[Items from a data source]
--------------------

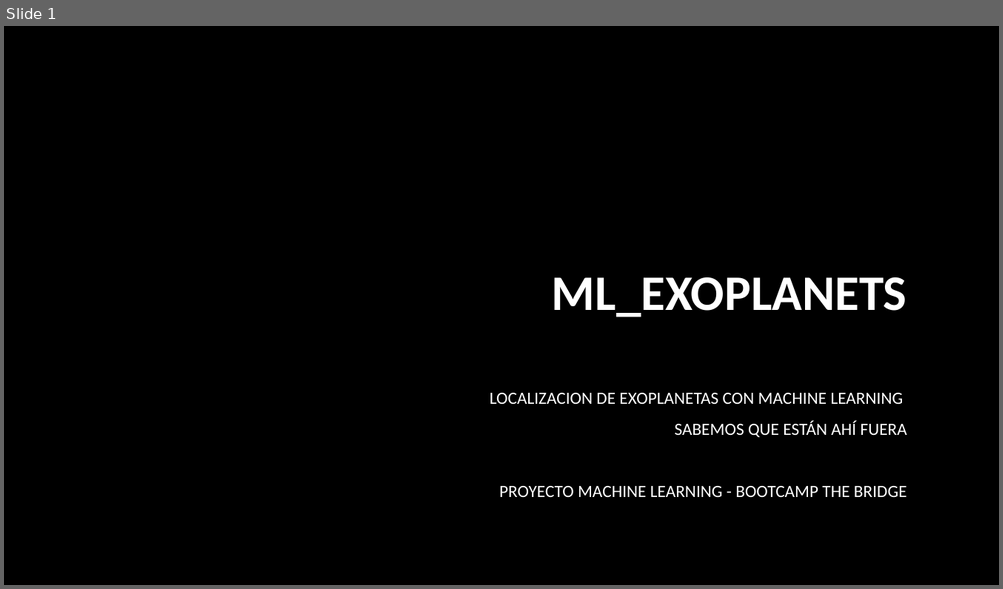
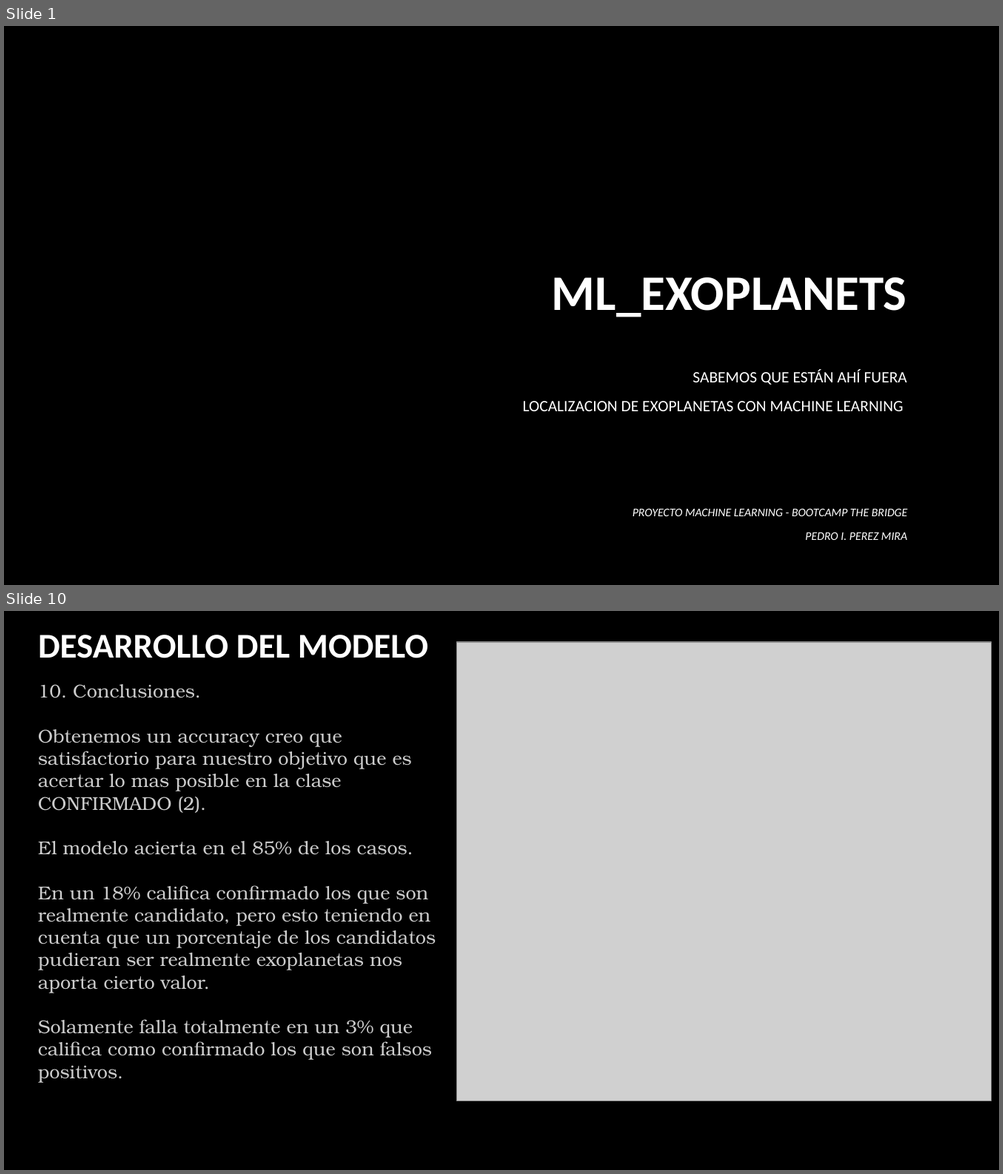
Before and after one commit to PIPM2001/ML_EXOPLANETS, a slide deck: ML_EXOPLANETS.pptx. Shown one above the other, each under a label of ours: slide 1 before the commit, slides 1 and 10 after it; the slides between them are not shown. The pictures are 1003x589 and 1003x1174 pixels, drawn with LibreOffice and Linux fonts; fonts in the diff are those of the drawing; grey boxes stand for pictures; background and template pictures are left out. Boxes give left, top, right and bottom in pixels: in the first picture for what was removed or moved away, otherwise in the second. Text is boxed around its words. In the diff, an @@ line names an element or a change of style, - is before the commit and + after.

```diff
--- a/ML_EXOPLANETS.pptx
+++ b/ML_EXOPLANETS.pptx
@@ slide 10 added at box(4, 611, 999, 1170), background picture (left out) @@
@@ text added at box(38, 635, 428, 658), 33.6 pt, text #FFFFFF, bold @@
+DESARROLLO DEL MODELO
@@ picture added at box(457, 642, 991, 1102) @@
@@ text added at box(38, 684, 435, 1083), 18 pt, text #CCCCCC @@
+10. Conclusiones.
+Obtenemos un accuracy creo que satisfactorio para nuestro objetivo que es acertar lo mas posible en la clase CONFIRMADO (2).
+El modelo acierta en el 85% de los casos.
+En un 18% califica confirmado los que son realmente candidato, pero esto teniendo en cuenta que un porcentaje de los candidatos pudieran ser realmente exoplanetas nos aporta cierto valor.
+Solamente falla totalmente en un 3% que califica como confirmado los que son falsos positivos.
@@ slide 1 changed as well @@
@@ subtitle "SABEMOS QUE ESTÁN AHÍ FUERA": place and size @@
-subtitle "SABEMOS QUE ESTÁN AHÍ FUERA" at box(489, 393, 907, 497)
+subtitle "SABEMOS QUE ESTÁN AHÍ FUERA" at box(523, 369, 907, 412)
@@ subtitle at box(692, 369, 907, 385): paragraph added @@
+SABEMOS QUE ESTÁN AHÍ FUERA
@@ subtitle at box(523, 401, 903, 412): size 16.6 to 15.3 pt in "LOCALIZACION DE EXOPLANETAS CON MACHINE LEARNING" @@
@@ subtitle at box(499, 421, 907, 497): paragraphs removed @@
-SABEMOS QUE ESTÁN AHÍ FUERA
-PROYECTO MACHINE LEARNING - BOOTCAMP THE BRIDGE
@@ text added at box(632, 508, 908, 540), 11.2 pt, text #FFFFFF, italic @@
+PROYECTO MACHINE LEARNING - BOOTCAMP THE BRIDGE
+PEDRO I. PEREZ MIRA
```
Also in this commit, not shown: 1 other slide changed, 9 other slides added, 1 slide removed, 1 other file.

--------------------

## WHAT TO WORK ON
With no other words, state how many lines above hold the word "PROYECTO".

## ANSWER FOR THE TASK
2